August 03, 2011

Dear God..Why Does This Crap Happen?


Well, there you go.


My last paycheck was...small.

There was an odd and rather mysterious deduction. I did a bit of research and it seems I owe the city of Portsmouth nearly 700 dollars in personal property taxes.
Taxes on my mobile home.
The mobile home in Newport News (a different City) that was destroyed in hurricane Ida nearly THREE YEARS AGO.
This is not the first time I've had this argument with the city. I had it in the spring of 2010 and again earlier this year. Both times I convinced them via the insurance papers that the trailer was no longer around. This is not sufficient this time as they will not make any adjustments to what the DMV says is in my possession. The DMV is requiring all sorts of paperwork from Newport News to prove the nonexistence of the trailer.

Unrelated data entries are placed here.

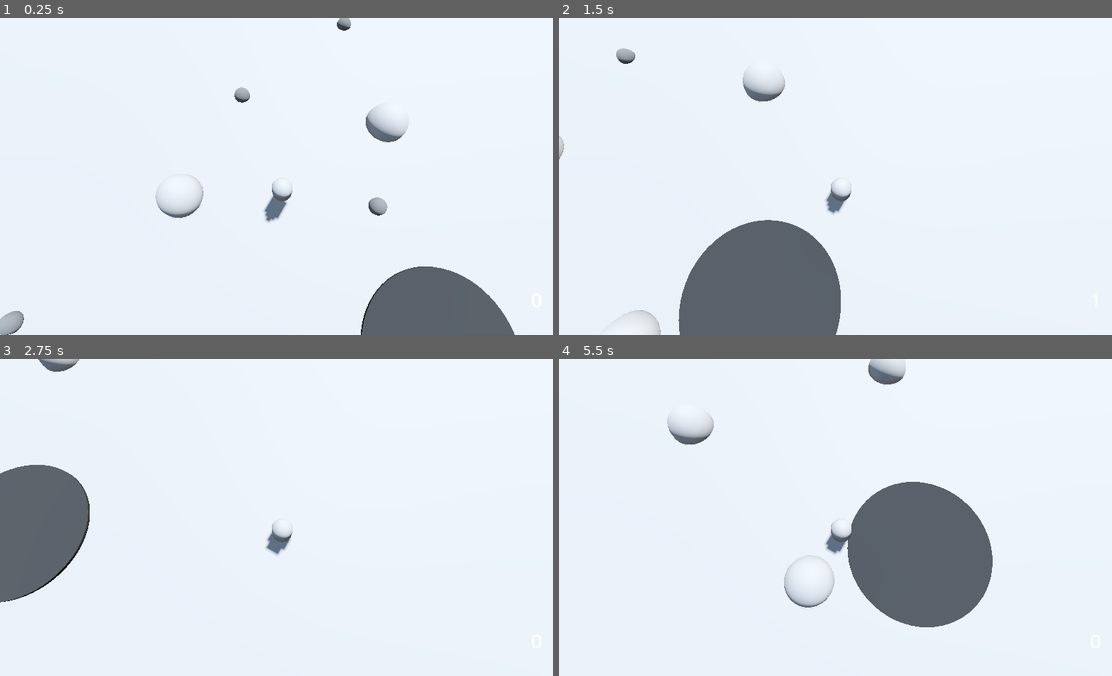
Above: before the commit, frames 1-4 (two rows, left to right).
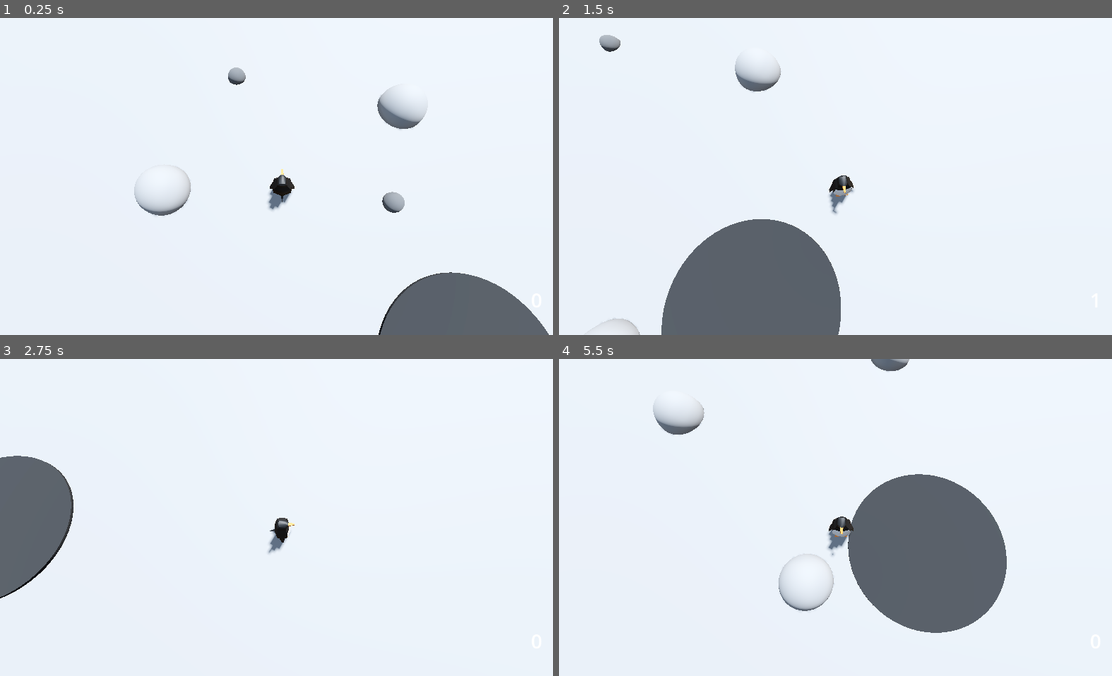
Above: after the commit, the same moments.

Repository: Edtg/Ludum-Dare-55
Game: Godot game, scene res://scenes/main.tscn
The game is run twice, just before and just after one commit, with the same random seed, the same clock (stepped at 60 frames per second) and the same inputs.
Inputs:
- Up to frame 1 (0.25 s): no input
- Up to frame 2 (1.5 s): hold D (move_right) 0.53-1.28 s; hold Shift (sprint) 0.53-1.28 s; hold S (move_back) from 1.28 s (still down); tap Shift (sprint) at 1.35 s
- Up to frame 3 (2.75 s): release S (move_back) at 2.03 s; hold D (move_right) from 2.03 s (still down); hold Shift (sprint) from 2.03 s (still down)
- Up to frame 4 (5.5 s): release D (move_right) at 2.78 s; release Shift (sprint) at 2.78 s; hold W (move_forward) 2.78-3.53 s; tap Shift (sprint) at 2.85, 4.35 s; hold Shift (sprint) 3.53-4.28 s; hold A (move_left) 3.53-5.03 s; hold S (move_back) from 5.03 s (still down); hold Shift (sprint) from 5.03 s (still down)

The runs differ from the first frame. In frame 1, 4.9% of the frame differs, in the area x 0-100%, y 0-100%; in frame 2, 2.5%; in frame 3, 2.3%; in frame 4, 3.7%.

Commit message:
Added penguin walk animation and smooth rotation

Diff:
--- a/scenes/characters/player.gd
+++ b/scenes/characters/player.gd
@@ -8,6 +8,8 @@
 var max_rocks: int = 2
 
 @onready var rock_counter = $HUD/RockCounter
+@onready var movement_animation = $MovementAnimation
+@onready var pivot = $Pivot
 
 
 func _physics_process(delta):
@@ -27,9 +29,13 @@
 	if direction:
 		velocity.x = direction.x * speed
 		velocity.z = direction.z * speed
+		pivot.rotation.y = lerp_angle(pivot.rotation.y, atan2(-direction.x, -direction.z), delta * 10)
+
+		movement_animation.play("walk_loop")
 	else:
 		velocity.x = move_toward(velocity.x, 0, 0.5)
 		velocity.z = move_toward(velocity.z, 0, 0.5)
+		movement_animation.stop()
 
 	move_and_slide()
 
--- a/scenes/characters/player.tscn
+++ b/scenes/characters/player.tscn
@@ -1,23 +1,61 @@
-[gd_scene load_steps=4 format=3 uid="uid://ct8g2abqa7rqd"]
+[gd_scene load_steps=7 format=3 uid="uid://ct8g2abqa7rqd"]
 
 [ext_resource type="Script" path="res://scenes/characters/player.gd" id="1_m6xn8"]
+[ext_resource type="PackedScene" uid="uid://bv1n2iswps23g" path="res://assets/models/Penguin.gltf" id="2_04s3o"]
 
 [sub_resource type="CapsuleShape3D" id="CapsuleShape3D_q7iyf"]
 radius = 0.2
 height = 0.75
 
-[sub_resource type="CapsuleMesh" id="CapsuleMesh_gj5ir"]
-radius = 0.2
-height = 0.75
+[sub_resource type="Animation" id="Animation_rj5ku"]
+resource_name = "walk_loop"
+length = 0.8
+loop_mode = 1
+tracks/0/type = "value"
+tracks/0/imported = false
+tracks/0/enabled = true
+tracks/0/path = NodePath("Pivot/Penguin:rotation")
+tracks/0/interp = 1
+tracks/0/loop_wrap = true
+tracks/0/keys = {
+"times": PackedFloat32Array(0, 0.2, 0.4, 0.6, 0.8),
+"transitions": PackedFloat32Array(1, 1, 1, 1, 1),
+"update": 0,
+"values": [Vector3(0, -3.14159, 0), Vector3(0, -3.14159, -0.0698132), Vector3(0, -3.14159, 0), Vector3(0, -3.14159, 0.0698132), Vector3(0, -3.14159, 0)]
+}
+
+[sub_resource type="Animation" id="Animation_kdc76"]
+length = 0.001
+tracks/0/type = "value"
+tracks/0/imported = false
+tracks/0/enabled = true
+tracks/0/path = NodePath("Pivot/Penguin:rotation")
+tracks/0/interp = 1
+tracks/0/loop_wrap = true
+tracks/0/keys = {
+"times": PackedFloat32Array(0),
+"transitions": PackedFloat32Array(1),
+"update": 0,
+"values": [Vector3(0, -3.14159, 0)]
+}
+
+[sub_resource type="AnimationLibrary" id="AnimationLibrary_6bob3"]
+_data = {
+"RESET": SubResource("Animation_kdc76"),
+"walk_loop": SubResource("Animation_rj5ku")
+}
 
 [node name="Player" type="CharacterBody3D" groups=["penguins"]]
 script = ExtResource("1_m6xn8")
 
 [node name="CollisionShape3D" type="CollisionShape3D" parent="."]
+transform = Transform3D(1, 0, 0, 0, 1, 0, 0, 0, 1, 0, 0.375, 0)
 shape = SubResource("CapsuleShape3D_q7iyf")
 
-[node name="MeshInstance3D" type="MeshInstance3D" parent="."]
-mesh = SubResource("CapsuleMesh_gj5ir")
+[node name="Pivot" type="Node3D" parent="."]
+
+[node name="Penguin" parent="Pivot" instance=ExtResource("2_04s3o")]
+transform = Transform3D(-0.5, 0, -7.54979e-08, 0, 0.5, 0, 7.54979e-08, 0, -0.5, 0, 0, 0)
 
 [node name="Camera3D" type="Camera3D" parent="."]
 transform = Transform3D(1, 0, 0, 0, 0.258819, 0.965926, 0, -0.965926, 0.258819, 0, 4, 0.8)
@@ -39,3 +77,8 @@
 theme_override_font_sizes/font_size = 40
 text = "0"
 horizontal_alignment = 2
+
+[node name="MovementAnimation" type="AnimationPlayer" parent="."]
+libraries = {
+"": SubResource("AnimationLibrary_6bob3")
+}
--- a/scenes/main.tscn
+++ b/scenes/main.tscn
@@ -8,4 +8,4 @@
 [node name="TestMap" parent="." instance=ExtResource("1_mr7yk")]
 
 [node name="Player" parent="." instance=ExtResource("2_k2e7e")]
-transform = Transform3D(1, 0, 0, 0, 1, 0, 0, 0, 1, 0, 1, 0)
+transform = Transform3D(1, 0, 0, 0, 1, 0, 0, 0, 1, 0, 0.305478, 0)
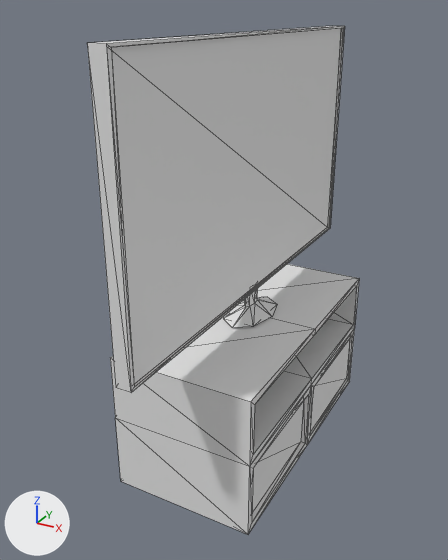
Before and after pictures for a commit that changed the glTF model pizza-jam-16/Models/Tv.glb.
Rendered twice from a 50 mm camera at (3.58, -7.32, 1.97) aimed at (-0.29, -0.29, -1.54). The lights are fixed; the arrows at lower left show +X, +Y and +Z. The first picture is the older version. Mesh edges are drawn as thin lines.
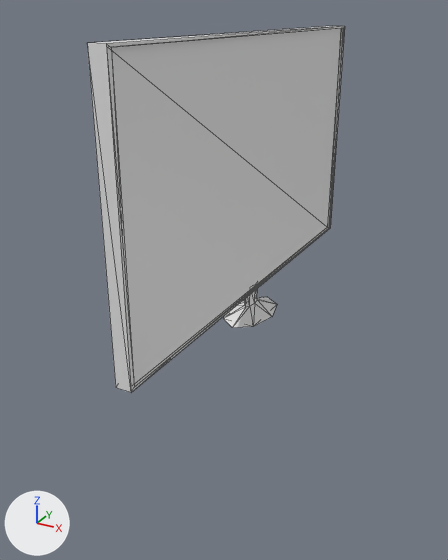
Location of each change, [x1, y1, x2, y2] in pixels of the pictures (448 x 560 px):
```json
{"object": "Cube.001", "change": "deleted", "before": [110, 264, 359, 534]}
```

The change, as JSON lines over the scene's bpy script:
```json
{"op": "remove", "block": "ob_cube_001", "code": ["ob_cube_001 = bpy.data.objects.new('Cube.001', me_cube_001)", "ob_cube_001.location = (0.0, 0.0, -1.7)"]}
```
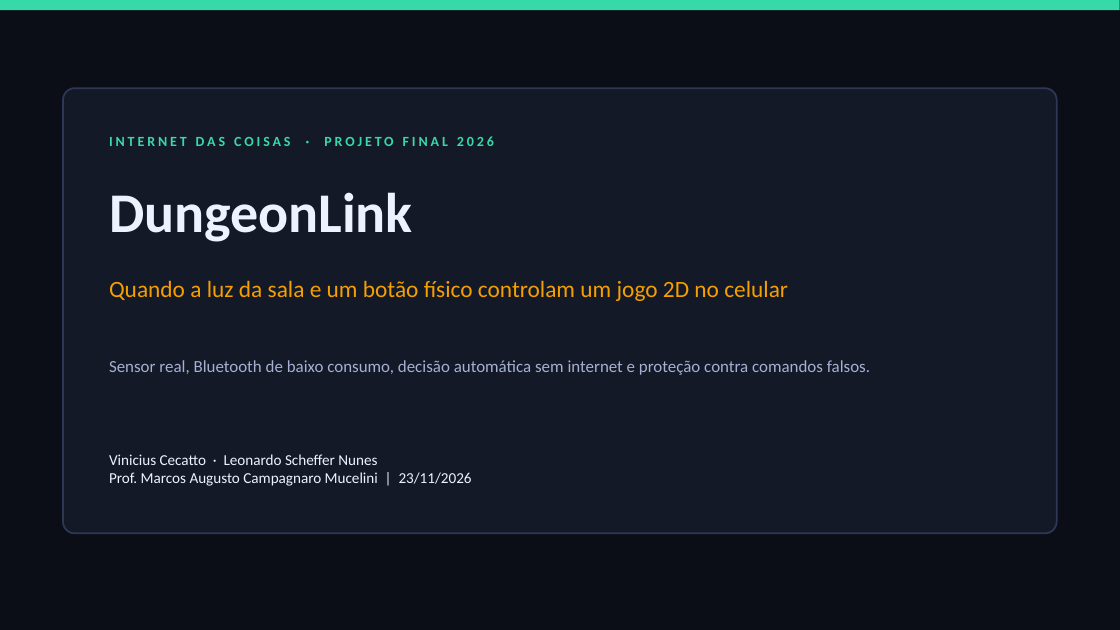
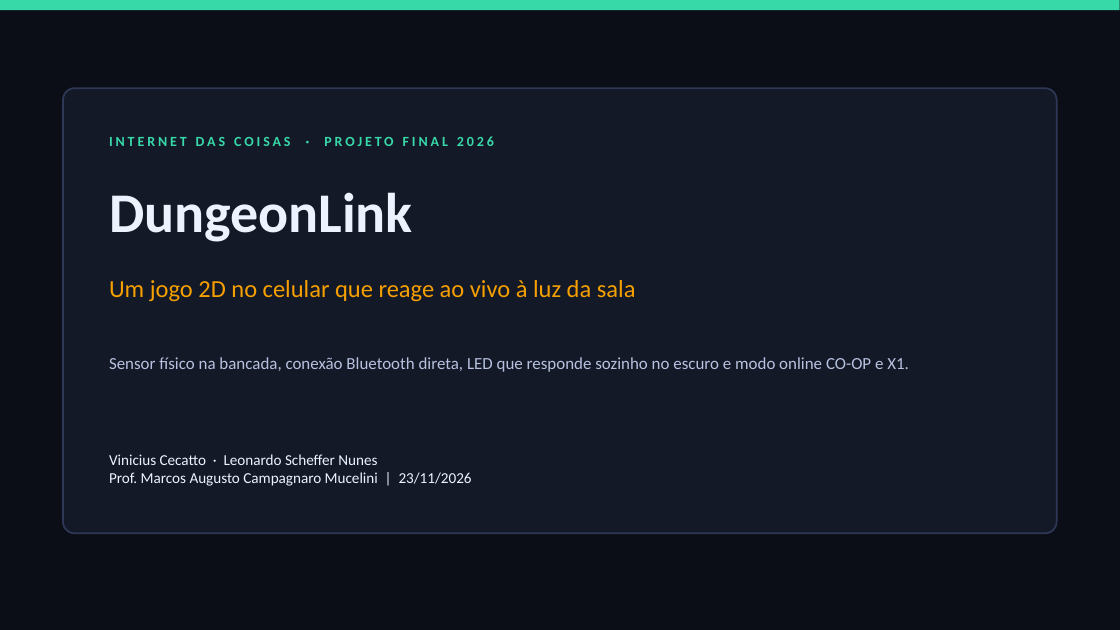
Before and after one commit to viniciusCecat/DungeonLink, a slide deck: slide 1 of docs/slides/pitch-dungeonlink.pptx. Drawn at 1120x630 pixels with LibreOffice and Linux fonts; fonts in the diff are those of the drawing. Boxes give left, top, right and bottom in pixels: in the first picture for what was removed or moved away, otherwise in the second. Text is boxed around its words. In the diff, an @@ line names an element or a change of style, - is before the commit and + after.

Commit message:
docs: rewrite pitch in natural direct tone with real bench photos, multiplayer CO-OP/X1 and remove external breadboard button

```diff
--- a/docs/slides/pitch-dungeonlink.pptx
+++ b/docs/slides/pitch-dungeonlink.pptx
@@ text at (109,280,636,302): text changed; size 20 to 21 pt @@
-Quando a luz da sala e um botão físico controlam um jogo 2D no celular
+Um jogo 2D no celular que reage ao vivo à luz da sala
@@ text at (109,357,909,372): text changed; text colour #A5B1D2 to #B7C2E0 @@
-Sensor real, Bluetooth de baixo consumo, decisão automática sem internet e proteção contra comandos falsos.
+Sensor físico na bancada, conexão Bluetooth direta, LED que responde sozinho no escuro e modo online CO-OP e X1.
```
Also in this commit, not shown: 6 other slides changed, 3 slides added, 3 slides removed, 4 other files.
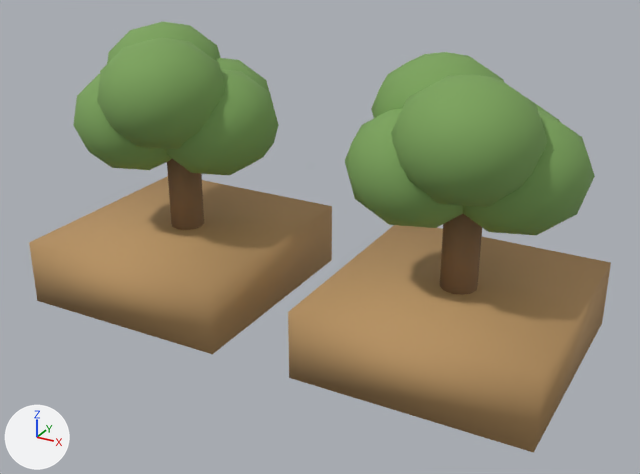
One commit to the Blender file assets/blender/prop-tree-nursery.blend: the scene before it, then after it.
Before and after are seen from a 50 mm lens placed at (1.41, -2.51, 1.56), pointed at (0.06, -0.05, 0.33). The lights are fixed; the arrows at lower left show +X, +Y and +Z. The first picture is the older version.

In view in the first picture: 'prop-tree-nursery_bark', 'prop-tree-nursery_leaf', 'prop-tree-nursery_wood'.
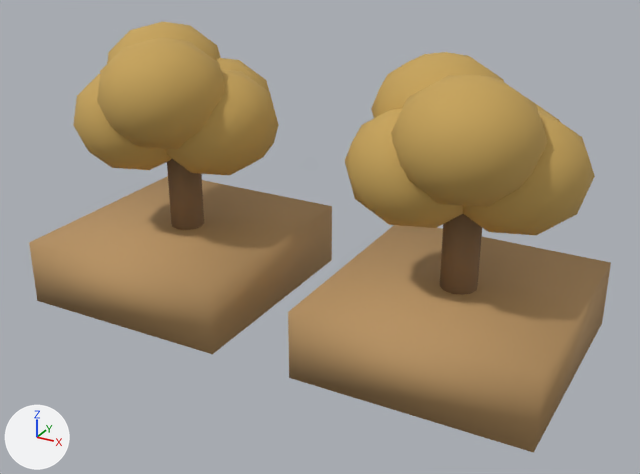
Pixel boxes (x1, y1, x2, y2) of what changed, in the pictures (640 x 474 px):
'prop-tree-nursery_leaf', recoloured (green to orange): (73, 22, 595, 235) in both

Patch to the scene script:
```diff
--- a/assets/blender/prop-tree-nursery.blend.py
+++ b/assets/blender/prop-tree-nursery.blend.py
@@ mat_leaf @@
 mat_leaf = principled_material('leaf')
-mat_leaf.base_color = (0.2, 0.37, 0.105)  # green #7ca45b
+mat_leaf.base_color = (0.57, 0.37, 0.1)  # orange #c7a459
 mat_leaf.roughness = 0.87
```

I should have this resolved by Friday, but damn, this is annoying. A garnishment, even one that is unjustified plays havoc with ones credit. Tuition is coming due soon. The various medical bills from earlier in the year left me with less than 50 bucks to my name at the end of May and it has been a chore to save enough over he last 2 months to have my tuition for this semester...this is a bad time for the monies to be disappearing.

In other news...

I'm getting everything in order for next semester, which starts in 3 and a half weeks. I will be attempting to test into the next Japanese Class and to that end I am cramming.

I've also been dealing with my arch nemesis: a ruthless mega-corporation known as Follet. This heartless entity was, last week, shipping vast quantities of 55-65 pound boxes that need to be unloaded and sorted by a certain UPS employee in 100 degree heat. Within those boxes are college textbooks that are unpacked, shelved and this week Follet sold them to said individual at exorbitant prices. I swear..I don't think the people that work at Follet are even human!

An actual Follitanian, surrounded by packing material, prepares to make life hell for someone.

The staff at the store are courteous and professional, the store is immaculate and well run, but ask any ten 19 year olds on campus "Is the bookstore EVIL?" and at least nine will likely say yes. You can't argue with that kind of evidence! You see, 19 year olds know everything.

(Short version: I had to buy my ridiculously expensive textbooks...SUCK!)

Parking decals at ODU are now 124 dollars a semester...and do not guarantee a parking spot.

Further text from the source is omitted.